# Killington: 11/05/12



## riverc0il (Nov 4, 2012)

Anyone else going? Shooting for 9am at the lodge. Do the twofer coupons work despite the price only being $39?

Crap, 11/05/2012. Can a mod fix that?


----------



## ScottySkis (Nov 4, 2012)

Sent from my ADR6410LVW using Tapatalk 2

Have a great time, I wait to their is more terrain open.


----------



## Nick (Nov 4, 2012)

Fixed  

Wish I was going .... back to work.... I'm saving my sick days for a lil' later in the season !!


----------



## riverc0il (Nov 4, 2012)

Nick said:


> Fixed
> 
> Wish I was going .... back to work.... I'm saving my sick days for a lil' later in the season !!
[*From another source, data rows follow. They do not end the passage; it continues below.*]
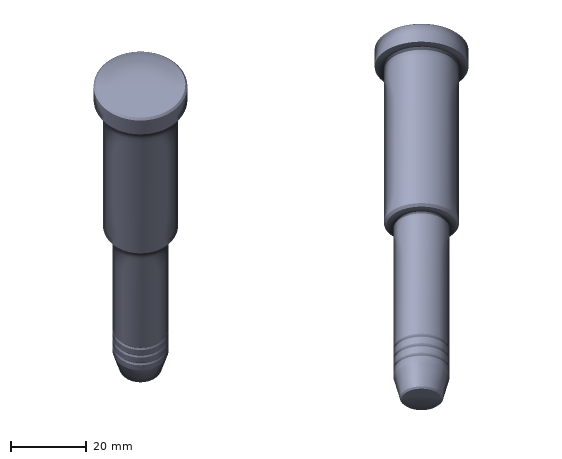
import cadquery as cq

total_length = 111.0
head_thickness = 6.0
shoulder_z = 55.0
taper_height = 7.0

head_radius = 25.0 / 2
body_radius = 10.0
pin_radius = 7.49
tip_radius = 5.8

edge_chamfer = 0.5
tip_chamfer = 0.4
shoulder_chamfer = 0.7
relief_width = 1.0
body_relief_depth = 0.4
pin_relief_depth = 0.5

ring_count = 3
ring_width = 1.0
ring_pitch = 3.0
ring_depth = 0.3
first_ring_z = 9.0

head_z = total_length - head_thickness


def cylinder(radius, bottom, top):
    return cq.Workplane("XY").workplane(offset=bottom).circle(radius).extrude(top - bottom)


def groove(shaft_radius, depth, bottom, width):
    """Square-sided ring of material to remove from a shaft of the given radius."""
    inner = shaft_radius - depth
    return cq.Workplane("XY").workplane(offset=bottom).circle(shaft_radius).circle(inner).extrude(width)


def v_groove(shaft_radius, depth, bottom, width):
    """Ring with a V section, deepest halfway up its width."""
    section = [
        (shaft_radius, bottom),
        (shaft_radius - depth, bottom + width / 2),
        (shaft_radius, bottom + width),
    ]
    return cq.Workplane("XZ").polyline(section).close().revolve(360, (0, 0), (0, 1))


def tapered_pin():
    """Pin profile with a conical lead-in and a broken tip edge, revolved about Z."""
    profile = [
        (0, 0),
        (tip_radius - tip_chamfer, 0),
        (tip_radius, tip_chamfer),
        (pin_radius, taper_height),
        (pin_radius, shoulder_z),
        (0, shoulder_z),
    ]
    return cq.Workplane("XZ").polyline(profile).close().revolve(360, (0, 0), (0, 1))


pin = tapered_pin().cut(groove(pin_radius, pin_relief_depth, shoulder_z - relief_width, relief_width))
for index in range(ring_count):
    pin = pin.cut(v_groove(pin_radius, ring_depth, first_ring_z + index * ring_pitch, ring_width))

body = cylinder(body_radius, shoulder_z, head_z).faces("<Z").chamfer(shoulder_chamfer)
body = body.cut(v_groove(body_radius, body_relief_depth, head_z - relief_width, relief_width))

head = cylinder(head_radius, head_z, total_length).faces(">Z").chamfer(edge_chamfer)

result = pin.union(body).union(head)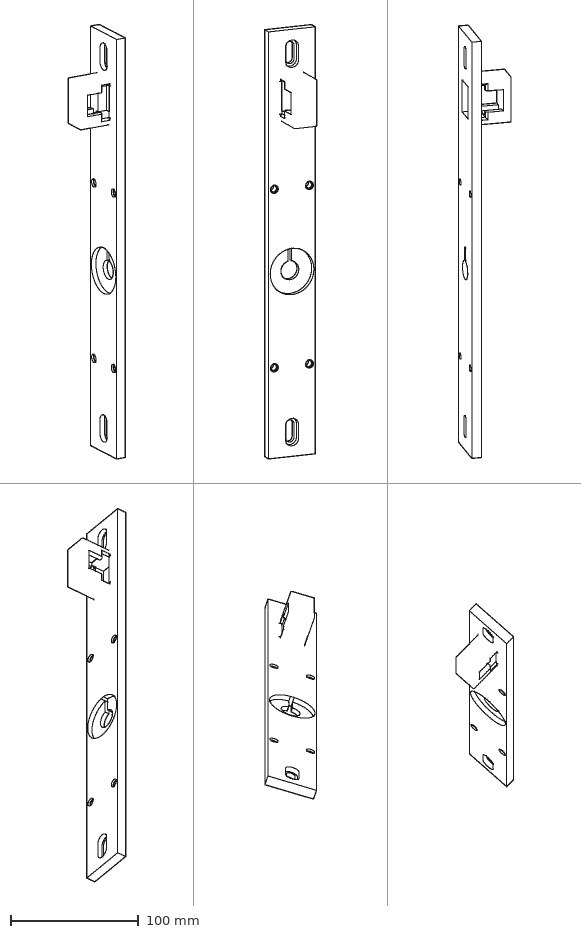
import cadquery as cq

plate_width = 40.0
plate_thickness = 8.0
plate_height = 345.0

slot_width = 7.0
slot_length = 18.0
slot_ledge = 2.0
slot_recess_depth = 4.0
slot_end_distance = 19.5

screw_hole_diameter = 5.0
screw_head_diameter = 6.5
screw_head_depth = 1.7
screw_spacing = 30.0
screw_upper_z = 45.0
screw_lower_z = -99.5

dial_z = -23.0
dial_diameter = 37.3
dial_depth = 4.0
bore_diameter = 15.2
keyway_width = 3.0

housing_z = 118.5
housing_width = 19.5
housing_height = 38.0
housing_depth = 27.0
housing_edge_radius = 1.0
foot_radius = 1.0

throat_height = 26.5
throat_depth = 6.2
throat_chamfer = 1.7
window_height = 17.5
window_depth = 20.5

pocket_width = 17.2
cavity_width = 10.5
cavity_height = 25.2


def housing_block(width, depth, height):
    """Block centred on the housing, reaching from the plate front face towards -Y."""
    return cq.Workplane("XY").box(width, depth, height).translate((0, -depth / 2, housing_z))


def front_plane(x, z):
    """Sketch plane on the plate front face, its normal pointing into the plate."""
    return cq.Workplane(cq.Plane((x, 0, z), xDir=(1, 0, 0), normal=(0, 1, 0)))


def make_plate():
    plate = cq.Workplane("XY").box(plate_width, plate_thickness, plate_height)
    return plate.translate((0, plate_thickness / 2, 0))


def add_housing(body):
    """Join the housing with rounded outer edges and a fillet around its foot."""
    housing = housing_block(housing_width, housing_depth, housing_height)
    housing = housing.edges("<Y or |Y").fillet(housing_edge_radius)
    margin = 0.5
    reach_x = housing_width / 2 + margin
    reach_z = housing_height / 2 + margin
    foot_edges = cq.selectors.BoxSelector(
        (-reach_x, -margin, housing_z - reach_z),
        (reach_x, margin, housing_z + reach_z),
    )
    return body.union(housing).edges(foot_edges).fillet(foot_radius)


def throat_flare(side):
    """Chamfer cutter around the throat mouth on one side (-1 or +1) of the housing."""
    flare = (
        cq.Workplane("YZ", origin=(side * housing_width / 2, 0, housing_z))
        .rect(2 * (throat_depth + throat_chamfer), throat_height + 2 * throat_chamfer)
        .workplane(offset=-side * throat_chamfer)
        .rect(2 * throat_depth, throat_height)
        .loft(ruled=True)
    )
    return flare.intersect(housing_block(plate_width, housing_depth, housing_height))


def cut_side_opening(body):
    body = body.cut(housing_block(plate_width, throat_depth, throat_height))
    body = body.cut(housing_block(plate_width, window_depth, window_height))
    for side in (-1, 1):
        body = body.cut(throat_flare(side))
    return body


def cut_hollow(body):
    pocket = front_plane(0, housing_z).rect(pocket_width, throat_height).extrude(plate_thickness)
    throat = housing_block(pocket_width, throat_depth, throat_height)
    cavity = housing_block(cavity_width, window_depth, cavity_height)
    return body.cut(pocket).cut(throat).cut(cavity)


def cut_slots(body):
    """Upright through slots, each inside a wider recess on the front."""
    for end in (-1, 1):
        center = front_plane(0, end * (plate_height / 2 - slot_end_distance))
        through = center.slot2D(slot_length, slot_width, 90).extrude(plate_thickness)
        recess = center.slot2D(slot_length + 2 * slot_ledge, slot_width + 2 * slot_ledge, 90)
        body = body.cut(through).cut(recess.extrude(slot_recess_depth))
    return body


def cut_screw_holes(body):
    for z in (screw_lower_z, screw_upper_z):
        for x in (-screw_spacing / 2, screw_spacing / 2):
            center = front_plane(x, z)
            hole = center.circle(screw_hole_diameter / 2).extrude(plate_thickness)
            head = center.circle(screw_head_diameter / 2).extrude(screw_head_depth)
            body = body.cut(hole).cut(head)
    return body


def cut_dial(body):
    """Round recess, through bore, and a keyway running up from the bore to the recess rim."""
    center = front_plane(0, dial_z)
    dial_radius = dial_diameter / 2
    recess = center.circle(dial_radius).extrude(dial_depth)
    bore = center.circle(bore_diameter / 2).extrude(plate_thickness)
    keyway_center = front_plane(0, dial_z + dial_radius / 2)
    keyway = keyway_center.rect(keyway_width, dial_radius).extrude(plate_thickness)
    return body.cut(recess).cut(bore).cut(keyway)


result = add_housing(make_plate())
result = cut_side_opening(result)
result = cut_hollow(result)
result = cut_slots(result)
result = cut_screw_holes(result)
result = cut_dial(result)

Thanks. Interestingly enough, I've had this week scheduled for a vacation for a few weeks now. Just wanted some time away from work and it was a not so busy time. Just worked out that lifts are coming online this week and maybe a storm later in the week. Already got my first day today. Looks like I'm going to get things started the right way.


----------



## Puck it (Nov 4, 2012)

It looks like Friday for me. Intrested?


----------



## riverc0il (Nov 4, 2012)

Depends what happens with the storm. I may be back later in the week, depends where the snow is and if anyone else opens. I'll let you know.


----------



## ALLSKIING (Nov 4, 2012)

riverc0il said:


> Anyone else going? Shooting for 9am at the lodge. Do the twofer coupons work despite the price only being $39?
> 
> Crap, 11/05/2012. Can a mod fix that?


I wish...Have been out of work the entire week due to the storm...Looking forward to the trip report!!


----------



## Puck it (Nov 5, 2012)

BTW 2fers worked last year.


----------